At present, the traffic jam is not only problem for the big cities like Dhaka and Chattogram, but also other small cities are also gradually becoming more and more affected by traffic congestion.

Experts said the traffic gridlock is becoming increasingly widespread due to unplanned urbanisation, a poor traffic system, enormous unregistered vehicles as well as various road development projects underway.

Vehicles are parked on the roadside in different areas of the city causing severe traffic jams. And the sidewalk is occupied by hawkers which also one of the reasons of jam, experts added.

On Wednesday, it was seen on the spot that a number of office-goers, students, and guardians of schoolchildren were get stuck in different traffic jams in the capital.

Severe traffic jams were found as hundreds of vehicles, mostly passenger buses, private cars and motorbikes were seen stuck for hours on different busy roads and thoroughfares, including Asadgate, Firmgate, Kawranbazar, Sahabagh, Purana-Paltan, Gulistan, Motijheel Malibagh, Moghbazar, , Tejgaon, Mirpur, Gulshan and Banani on the day.

Sahin Ahmed, a service holder and resident of Mohammadpur area in the capital, expressed his dissatisfaction to The New Nation saying that the major problem of the capital is the traffic jam.

Many jobholders and students are late to reach their destinations due to traffic jam. Valuable time of commuters is wasted due to the traffic jams in the overcrowded capital daily, he said.

Another agitated office-goers told The New Nation that severe traffic congestion is creating almost every day due to a VVIP movement in the capital.

According to a survey conducted by the non-governmental development organization Center for Policy Dialogue (CPD), the traffic congestion in the capital is getting worse day by day.

Capital residents lose an average of 46 minutes in a 2-hour journey due to traffic jams. And an average of 276 hours a year are wasted in traffic.

As a result, fuel is being burned, time is being wasted. At the same time productivity is lost. Every resident of this mega city has to spend around 11 days of the year in traffic jam.

A research report presented at an annual conference of the Bangladesh Institute of Development Studies in December 2021 said that the woeful traffic jam in Dhaka is not only causing human suffering and working hours loss; it is also affecting GDP and per capita income.

Due to traffic gridlock in Dhaka only, the annual loss is 2.9 per cent of the GDP. As of the new base year of 2015-16, this loss in monetary value is Tk 1,01,036 crore.

Meanwhile, according to a study by the Accident and Research Institute of the Bangladesh University of Engineering and Technology, the financial value of the working hours lost every day due to traffic congestion is about Tk 140 crore.

In 2022, more than 8 million working hours were lost on Dhaka roads every day, compared to 5 million working hours a day in 2017.

According to the study, about two and a half million trips are made daily in short- and long-distance vehicles in Dhaka, of which 44 per cent are office going passengers.
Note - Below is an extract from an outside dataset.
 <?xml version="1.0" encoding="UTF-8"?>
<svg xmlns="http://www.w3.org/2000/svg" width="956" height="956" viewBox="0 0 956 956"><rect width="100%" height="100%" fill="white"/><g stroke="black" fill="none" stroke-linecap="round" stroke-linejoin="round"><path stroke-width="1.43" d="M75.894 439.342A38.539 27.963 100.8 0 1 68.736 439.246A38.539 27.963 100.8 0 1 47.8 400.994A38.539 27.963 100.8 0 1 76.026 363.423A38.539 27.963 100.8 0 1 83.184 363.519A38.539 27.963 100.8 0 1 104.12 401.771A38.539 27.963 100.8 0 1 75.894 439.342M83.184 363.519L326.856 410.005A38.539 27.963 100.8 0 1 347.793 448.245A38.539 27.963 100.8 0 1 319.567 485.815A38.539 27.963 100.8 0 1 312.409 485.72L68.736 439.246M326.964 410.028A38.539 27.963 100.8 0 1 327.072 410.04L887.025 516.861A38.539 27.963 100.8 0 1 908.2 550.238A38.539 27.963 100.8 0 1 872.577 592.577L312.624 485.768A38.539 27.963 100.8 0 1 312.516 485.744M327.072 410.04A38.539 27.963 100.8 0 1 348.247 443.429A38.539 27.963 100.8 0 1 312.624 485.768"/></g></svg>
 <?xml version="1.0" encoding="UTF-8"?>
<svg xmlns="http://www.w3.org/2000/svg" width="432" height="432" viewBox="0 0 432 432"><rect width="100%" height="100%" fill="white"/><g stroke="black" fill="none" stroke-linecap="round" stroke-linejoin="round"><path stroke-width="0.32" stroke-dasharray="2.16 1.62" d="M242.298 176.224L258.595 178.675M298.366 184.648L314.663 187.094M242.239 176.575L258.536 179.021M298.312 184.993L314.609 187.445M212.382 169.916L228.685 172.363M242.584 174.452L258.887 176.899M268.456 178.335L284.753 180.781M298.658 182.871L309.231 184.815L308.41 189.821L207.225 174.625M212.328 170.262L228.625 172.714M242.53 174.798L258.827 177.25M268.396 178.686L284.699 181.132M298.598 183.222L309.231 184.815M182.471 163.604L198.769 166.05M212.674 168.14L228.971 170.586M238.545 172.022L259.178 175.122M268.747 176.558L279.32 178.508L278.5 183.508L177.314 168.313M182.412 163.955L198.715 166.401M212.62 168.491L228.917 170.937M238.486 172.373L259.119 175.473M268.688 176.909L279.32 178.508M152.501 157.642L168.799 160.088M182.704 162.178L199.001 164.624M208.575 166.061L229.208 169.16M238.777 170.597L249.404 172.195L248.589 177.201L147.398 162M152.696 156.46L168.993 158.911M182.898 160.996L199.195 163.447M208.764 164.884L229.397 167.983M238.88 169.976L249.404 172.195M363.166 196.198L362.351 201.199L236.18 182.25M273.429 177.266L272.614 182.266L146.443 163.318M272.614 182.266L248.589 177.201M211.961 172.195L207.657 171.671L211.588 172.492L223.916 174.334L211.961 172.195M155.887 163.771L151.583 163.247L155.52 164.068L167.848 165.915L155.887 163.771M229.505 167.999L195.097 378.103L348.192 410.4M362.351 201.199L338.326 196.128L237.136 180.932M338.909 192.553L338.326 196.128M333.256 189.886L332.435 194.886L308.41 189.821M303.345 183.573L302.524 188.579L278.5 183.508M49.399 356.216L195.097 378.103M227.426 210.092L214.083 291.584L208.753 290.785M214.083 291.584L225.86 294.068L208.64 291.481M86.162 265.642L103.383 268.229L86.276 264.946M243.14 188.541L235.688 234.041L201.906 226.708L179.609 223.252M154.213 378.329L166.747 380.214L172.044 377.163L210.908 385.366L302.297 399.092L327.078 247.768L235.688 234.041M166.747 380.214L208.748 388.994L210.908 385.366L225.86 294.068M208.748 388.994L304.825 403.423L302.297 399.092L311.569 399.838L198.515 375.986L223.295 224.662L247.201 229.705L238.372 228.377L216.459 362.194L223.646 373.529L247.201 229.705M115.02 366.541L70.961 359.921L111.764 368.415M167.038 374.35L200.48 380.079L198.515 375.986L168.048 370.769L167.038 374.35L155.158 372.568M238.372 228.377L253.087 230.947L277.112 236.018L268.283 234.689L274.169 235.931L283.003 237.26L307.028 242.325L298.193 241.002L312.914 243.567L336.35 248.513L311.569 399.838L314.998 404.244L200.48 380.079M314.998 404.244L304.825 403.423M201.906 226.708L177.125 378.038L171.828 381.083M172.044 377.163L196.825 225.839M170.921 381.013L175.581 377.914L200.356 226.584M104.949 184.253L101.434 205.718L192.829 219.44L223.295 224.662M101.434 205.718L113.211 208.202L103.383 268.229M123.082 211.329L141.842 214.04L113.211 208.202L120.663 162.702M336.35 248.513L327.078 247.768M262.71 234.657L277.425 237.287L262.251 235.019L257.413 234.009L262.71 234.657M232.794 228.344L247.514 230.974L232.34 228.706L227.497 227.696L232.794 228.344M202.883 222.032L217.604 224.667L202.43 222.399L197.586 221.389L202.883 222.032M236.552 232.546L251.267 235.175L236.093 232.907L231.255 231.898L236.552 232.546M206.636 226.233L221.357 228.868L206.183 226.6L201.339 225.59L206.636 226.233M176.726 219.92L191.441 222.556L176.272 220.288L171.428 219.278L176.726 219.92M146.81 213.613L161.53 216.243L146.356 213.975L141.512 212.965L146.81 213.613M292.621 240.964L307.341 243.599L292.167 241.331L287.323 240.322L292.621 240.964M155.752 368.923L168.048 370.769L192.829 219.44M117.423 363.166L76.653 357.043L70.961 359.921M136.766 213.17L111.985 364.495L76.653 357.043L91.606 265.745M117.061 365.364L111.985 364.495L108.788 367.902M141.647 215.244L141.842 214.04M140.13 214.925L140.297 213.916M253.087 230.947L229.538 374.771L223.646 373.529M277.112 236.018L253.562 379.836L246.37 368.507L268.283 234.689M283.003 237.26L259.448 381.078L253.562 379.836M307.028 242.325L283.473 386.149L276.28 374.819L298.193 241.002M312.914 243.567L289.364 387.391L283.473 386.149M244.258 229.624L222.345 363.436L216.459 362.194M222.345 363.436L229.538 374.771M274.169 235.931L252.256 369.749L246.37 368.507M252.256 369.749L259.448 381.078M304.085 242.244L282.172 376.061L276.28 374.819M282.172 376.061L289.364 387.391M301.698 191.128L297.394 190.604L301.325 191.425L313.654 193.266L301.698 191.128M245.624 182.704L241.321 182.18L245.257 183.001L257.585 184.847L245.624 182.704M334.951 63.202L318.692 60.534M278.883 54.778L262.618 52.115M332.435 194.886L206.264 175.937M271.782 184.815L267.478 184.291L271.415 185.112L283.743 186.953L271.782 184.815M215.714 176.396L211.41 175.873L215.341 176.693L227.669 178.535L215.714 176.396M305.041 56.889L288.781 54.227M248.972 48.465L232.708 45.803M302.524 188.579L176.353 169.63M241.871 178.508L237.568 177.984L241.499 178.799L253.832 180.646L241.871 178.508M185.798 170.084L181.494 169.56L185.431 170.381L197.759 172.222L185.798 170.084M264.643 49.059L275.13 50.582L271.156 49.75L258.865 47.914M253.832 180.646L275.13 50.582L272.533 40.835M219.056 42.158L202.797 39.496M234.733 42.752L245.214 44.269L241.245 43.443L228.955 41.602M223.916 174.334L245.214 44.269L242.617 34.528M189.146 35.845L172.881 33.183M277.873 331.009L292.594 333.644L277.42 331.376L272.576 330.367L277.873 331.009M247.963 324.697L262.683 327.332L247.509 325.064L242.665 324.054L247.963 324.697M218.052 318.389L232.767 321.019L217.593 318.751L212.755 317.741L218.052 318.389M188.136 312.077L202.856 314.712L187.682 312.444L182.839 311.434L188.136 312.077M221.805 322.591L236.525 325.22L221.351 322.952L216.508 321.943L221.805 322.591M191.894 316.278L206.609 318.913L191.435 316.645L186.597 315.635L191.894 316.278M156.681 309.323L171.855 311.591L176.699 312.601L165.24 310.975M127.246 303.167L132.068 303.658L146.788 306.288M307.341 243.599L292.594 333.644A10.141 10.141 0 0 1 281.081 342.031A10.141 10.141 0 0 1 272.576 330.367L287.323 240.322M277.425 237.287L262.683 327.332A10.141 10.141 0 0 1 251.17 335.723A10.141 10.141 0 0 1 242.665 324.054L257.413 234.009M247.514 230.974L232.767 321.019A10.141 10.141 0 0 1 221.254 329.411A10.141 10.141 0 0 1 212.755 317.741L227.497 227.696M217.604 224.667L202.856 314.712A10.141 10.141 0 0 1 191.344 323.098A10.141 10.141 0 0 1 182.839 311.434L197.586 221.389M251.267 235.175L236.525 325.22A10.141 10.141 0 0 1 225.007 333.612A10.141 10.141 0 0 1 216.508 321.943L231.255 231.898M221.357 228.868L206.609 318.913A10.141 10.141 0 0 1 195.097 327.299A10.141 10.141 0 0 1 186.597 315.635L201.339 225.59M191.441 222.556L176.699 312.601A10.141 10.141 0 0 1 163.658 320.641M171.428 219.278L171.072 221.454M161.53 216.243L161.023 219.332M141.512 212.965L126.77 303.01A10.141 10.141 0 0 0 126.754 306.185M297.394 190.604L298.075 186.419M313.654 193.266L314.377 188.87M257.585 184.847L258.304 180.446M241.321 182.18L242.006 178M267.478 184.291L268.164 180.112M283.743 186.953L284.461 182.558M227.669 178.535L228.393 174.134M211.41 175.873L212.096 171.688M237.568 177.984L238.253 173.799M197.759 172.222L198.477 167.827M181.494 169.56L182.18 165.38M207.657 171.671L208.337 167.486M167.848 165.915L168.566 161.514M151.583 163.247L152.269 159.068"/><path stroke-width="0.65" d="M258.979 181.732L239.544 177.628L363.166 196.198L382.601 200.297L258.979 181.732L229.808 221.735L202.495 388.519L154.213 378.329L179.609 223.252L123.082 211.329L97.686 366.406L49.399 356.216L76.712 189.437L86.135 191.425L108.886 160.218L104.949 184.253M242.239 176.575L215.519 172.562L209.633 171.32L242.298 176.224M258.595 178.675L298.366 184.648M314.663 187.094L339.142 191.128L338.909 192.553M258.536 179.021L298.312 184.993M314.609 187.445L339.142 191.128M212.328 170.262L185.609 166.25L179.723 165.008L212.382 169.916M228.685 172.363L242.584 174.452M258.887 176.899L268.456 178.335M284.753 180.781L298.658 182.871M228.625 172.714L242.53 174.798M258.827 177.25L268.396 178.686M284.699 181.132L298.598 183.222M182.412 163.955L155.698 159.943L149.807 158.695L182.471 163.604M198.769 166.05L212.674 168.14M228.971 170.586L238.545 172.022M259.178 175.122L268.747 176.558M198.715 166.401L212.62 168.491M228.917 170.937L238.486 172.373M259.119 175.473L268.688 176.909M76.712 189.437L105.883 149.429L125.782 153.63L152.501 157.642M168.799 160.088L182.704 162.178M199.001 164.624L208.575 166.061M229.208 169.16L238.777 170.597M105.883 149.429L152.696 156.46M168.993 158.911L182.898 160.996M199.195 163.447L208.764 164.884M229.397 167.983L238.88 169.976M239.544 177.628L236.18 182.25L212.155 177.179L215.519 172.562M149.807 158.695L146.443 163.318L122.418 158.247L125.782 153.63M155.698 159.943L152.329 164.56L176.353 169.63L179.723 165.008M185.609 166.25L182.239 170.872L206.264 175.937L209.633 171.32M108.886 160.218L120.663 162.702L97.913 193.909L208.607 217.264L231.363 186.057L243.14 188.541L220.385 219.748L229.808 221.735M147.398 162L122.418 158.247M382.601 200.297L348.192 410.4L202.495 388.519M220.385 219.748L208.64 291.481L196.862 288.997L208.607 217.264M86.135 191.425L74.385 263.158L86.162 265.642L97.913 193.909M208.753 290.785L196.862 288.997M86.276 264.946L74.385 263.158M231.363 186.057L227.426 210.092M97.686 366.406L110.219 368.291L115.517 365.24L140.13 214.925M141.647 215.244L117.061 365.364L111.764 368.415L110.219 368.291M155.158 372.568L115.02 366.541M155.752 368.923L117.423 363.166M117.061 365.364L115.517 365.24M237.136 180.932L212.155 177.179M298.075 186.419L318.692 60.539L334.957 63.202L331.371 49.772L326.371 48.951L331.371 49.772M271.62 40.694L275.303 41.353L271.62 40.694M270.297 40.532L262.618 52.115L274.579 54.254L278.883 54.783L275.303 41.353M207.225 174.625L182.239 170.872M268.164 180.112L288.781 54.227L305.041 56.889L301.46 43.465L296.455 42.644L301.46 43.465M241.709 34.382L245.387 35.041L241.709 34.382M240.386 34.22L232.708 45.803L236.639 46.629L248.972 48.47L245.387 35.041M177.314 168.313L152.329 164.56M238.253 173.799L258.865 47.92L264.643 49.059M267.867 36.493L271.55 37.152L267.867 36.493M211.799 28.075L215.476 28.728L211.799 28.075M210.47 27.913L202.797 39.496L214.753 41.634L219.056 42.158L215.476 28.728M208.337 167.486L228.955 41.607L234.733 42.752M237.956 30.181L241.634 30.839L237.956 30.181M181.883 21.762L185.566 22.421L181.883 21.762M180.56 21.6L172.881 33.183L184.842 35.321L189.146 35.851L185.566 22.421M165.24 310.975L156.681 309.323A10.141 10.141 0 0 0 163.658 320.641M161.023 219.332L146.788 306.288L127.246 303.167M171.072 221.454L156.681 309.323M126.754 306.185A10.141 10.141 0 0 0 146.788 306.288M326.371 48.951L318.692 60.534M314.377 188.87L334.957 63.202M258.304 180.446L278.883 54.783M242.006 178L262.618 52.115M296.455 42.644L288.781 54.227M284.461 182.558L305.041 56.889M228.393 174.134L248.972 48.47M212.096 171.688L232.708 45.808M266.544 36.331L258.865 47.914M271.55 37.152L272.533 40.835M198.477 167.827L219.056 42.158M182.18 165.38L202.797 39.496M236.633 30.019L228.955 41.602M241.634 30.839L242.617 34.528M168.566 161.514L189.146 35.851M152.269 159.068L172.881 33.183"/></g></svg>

Over the past few years, the number of privately owned vehicles has increased significantly, resulting in increased traffic congestion. The number of private cars and motorcycles has increased tremendously.

Another study, commissioned by BRAC Institute of Government and Development, says traffic congestion in Dhaka eats up around 5 million working hours every day and costs the country USD 11.4 billion every year.

The financial loss is a calculation of the cost of time lost in traffic congestion and the money spent on operating vehicles for the extra hours.

Besides, Dhaka is the slowest city in the world. The information that emerged from a study of the average speed of motor vehicles in more than 1,200 cities in 152 countries.

The study was conducted by the National Bureau of Economic Research (NBER) in Massachusetts, USA.